Infill drilling at Kulumadau East was initiated at the end of May with the aim of increasing the confidence level of the current 200,000 ounce Inferred Resource at Kulumadau East to a higher Resource category, thereby allowing its consideration in Ore Reserves. The infill drilling results continue to indicate the continuity of high grade mineralisation in the central section of Kulumadau East.

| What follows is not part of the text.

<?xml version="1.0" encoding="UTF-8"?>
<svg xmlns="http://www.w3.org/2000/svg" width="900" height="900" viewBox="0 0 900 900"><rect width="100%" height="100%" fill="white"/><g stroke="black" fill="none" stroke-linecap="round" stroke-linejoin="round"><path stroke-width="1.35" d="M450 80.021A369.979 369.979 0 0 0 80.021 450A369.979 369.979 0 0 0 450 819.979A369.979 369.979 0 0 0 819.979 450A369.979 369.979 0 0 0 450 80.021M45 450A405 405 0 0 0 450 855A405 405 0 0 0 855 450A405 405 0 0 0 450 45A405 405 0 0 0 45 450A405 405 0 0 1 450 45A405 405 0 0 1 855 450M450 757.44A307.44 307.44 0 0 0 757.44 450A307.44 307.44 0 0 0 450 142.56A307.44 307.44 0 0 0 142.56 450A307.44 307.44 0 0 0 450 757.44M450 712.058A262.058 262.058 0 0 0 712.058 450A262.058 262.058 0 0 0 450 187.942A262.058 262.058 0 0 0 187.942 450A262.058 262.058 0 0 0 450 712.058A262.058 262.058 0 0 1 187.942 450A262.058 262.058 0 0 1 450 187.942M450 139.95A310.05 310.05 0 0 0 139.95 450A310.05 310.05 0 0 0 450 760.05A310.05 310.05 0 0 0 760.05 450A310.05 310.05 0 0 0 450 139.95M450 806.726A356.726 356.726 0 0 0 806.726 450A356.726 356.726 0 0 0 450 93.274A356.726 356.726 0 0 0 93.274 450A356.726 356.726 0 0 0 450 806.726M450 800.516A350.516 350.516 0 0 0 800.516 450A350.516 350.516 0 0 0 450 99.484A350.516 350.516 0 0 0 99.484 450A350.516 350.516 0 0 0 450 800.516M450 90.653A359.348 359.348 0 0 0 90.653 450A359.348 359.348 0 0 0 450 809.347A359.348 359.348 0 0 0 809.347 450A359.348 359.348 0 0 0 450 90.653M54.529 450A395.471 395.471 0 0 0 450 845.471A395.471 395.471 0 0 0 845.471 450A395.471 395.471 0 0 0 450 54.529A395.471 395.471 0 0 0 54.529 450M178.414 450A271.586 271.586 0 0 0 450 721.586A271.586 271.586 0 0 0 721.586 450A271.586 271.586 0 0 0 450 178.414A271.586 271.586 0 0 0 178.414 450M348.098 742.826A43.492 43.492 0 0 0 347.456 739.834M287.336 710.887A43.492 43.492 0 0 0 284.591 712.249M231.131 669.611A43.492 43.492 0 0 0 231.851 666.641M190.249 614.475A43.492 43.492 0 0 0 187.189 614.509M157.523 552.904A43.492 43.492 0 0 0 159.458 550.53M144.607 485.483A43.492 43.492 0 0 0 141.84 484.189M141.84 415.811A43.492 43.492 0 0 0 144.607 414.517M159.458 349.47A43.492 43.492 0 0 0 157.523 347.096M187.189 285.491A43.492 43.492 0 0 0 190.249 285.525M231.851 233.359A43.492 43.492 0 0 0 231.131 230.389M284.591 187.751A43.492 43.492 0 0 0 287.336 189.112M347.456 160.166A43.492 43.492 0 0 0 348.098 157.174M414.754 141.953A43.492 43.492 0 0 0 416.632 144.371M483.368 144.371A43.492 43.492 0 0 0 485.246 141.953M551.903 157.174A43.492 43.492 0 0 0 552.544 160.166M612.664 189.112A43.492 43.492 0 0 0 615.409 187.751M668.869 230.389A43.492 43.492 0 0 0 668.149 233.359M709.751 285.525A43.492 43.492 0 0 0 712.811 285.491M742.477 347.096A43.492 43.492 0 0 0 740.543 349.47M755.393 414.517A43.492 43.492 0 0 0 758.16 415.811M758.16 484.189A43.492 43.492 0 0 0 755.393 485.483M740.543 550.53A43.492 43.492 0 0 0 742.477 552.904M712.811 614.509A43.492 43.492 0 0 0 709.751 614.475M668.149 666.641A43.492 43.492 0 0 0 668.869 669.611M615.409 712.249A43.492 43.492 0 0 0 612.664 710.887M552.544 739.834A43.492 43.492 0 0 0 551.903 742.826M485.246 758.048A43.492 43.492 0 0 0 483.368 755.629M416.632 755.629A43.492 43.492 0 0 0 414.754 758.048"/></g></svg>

An updated resource estimate and categorisation for Kulumadau East and the Adelaide Zone is currently being compiled.


----------



## springhill (31 July 2012)

*WOODLARK ISLAND GOLD PROJECT MINERAL RESOURCE INCREASES*


• Kulumadau Resources in the Measured and Indicated category increased by 26%
• High grade 3.4g/t zone at Kulumadau East confirmed
• Kulumadau Resources now total 8.2Mt @ 2.6g/t Au for 680,000 ounces
• Global Resources increased to 2.12 million ounces at the Woodlark Island Gold Project
• Feasibility Study due end Q3.

Kula Gold announce that infill drilling at Kulumadau East initiated in Q2, 2012 confirmed the continuity of high grade mineralisation and resulted in conversion to Indicated Category of 520,000t @ 3.4g/t Au for 55,000 ounces. In addition 1.2Mt @ 1.8g/t Au remain in the Inferred Category. Overall, Kulumadau Measured and Indicated Resources increased by 26% and now stand at 8.2Mt @ 2.6g/t Au for 680,000 ounces at a 1g/t Au lower block cut and appropriate upper cuts.
The global project resources at 0.5g/t Au lower block cut grade for the Woodlark Island Gold Project now stand at 45.1Mt @ 1.5g/t Au for 2.12 million ounces using an upper cut. If no upper cut is applied the global project resources total 2.23 million ounces.


----------



## Dona Ferentes (13 July 2021)

_*Southern Cross /Airfield RC Drilling discovers +42m Vertical Thickness High Quality Kaolin Clays near surface  *_

 Highlights:  

• Drillhole 21BMRC001 intersected 10m @ 7% Halloysite from 40m depth downhole (8.8m true thickness) within an intersection of 55m of kaolin downhole;
• All three RC holes intersected +42m average vertical thickness white kaolin clays near the centre of the licence (the Boomerang Kaolin Prospect) only 5m from surface;
• Initial lab sample analysis confirms high ISO brightness, high kaolin % and low impurities;
• HPA sighter leach test in progress;  
• RC drill rig secured for immediate resource definition drilling program commencing this quarter


----------



## barney (13 July 2021)

Market likes it so far @Dona Ferentes   Currently up 44%


----------



## Dona Ferentes (13 July 2021)

seems to be a lot of kaolin in WA.

Another hopeful, IND listing today


----------



## Magpie Man (8 November 2021)

I’ve heard that KGD are in the stage of drilling this week as confirmed by a phone call to the company. KGD is an UNDERPRICED stock with a 10mil market cap and a resource in the ground being kaolin and halocyte at a high grade with prospects of gold and lithium too. Kula is a no brainer investment


----------



## greggles (19 September 2022)

KGD is raising $1.8 million via a placement to professional and sophisticated investors and will use the funds to accelerate lithium exploration work at the Company's Brunswick Project, as well as follow up recently identified Westonia Ni/PGE/Gold prospects adjacent to the Edna May Gold Mine in WA.

This much needed cash injection will enable KGD to advance their Brunswick and Westonia Projects which will hopefully result in some exploration success.

The share price is up around 20% today, but the market cap is still only ~$5.3 million.


----------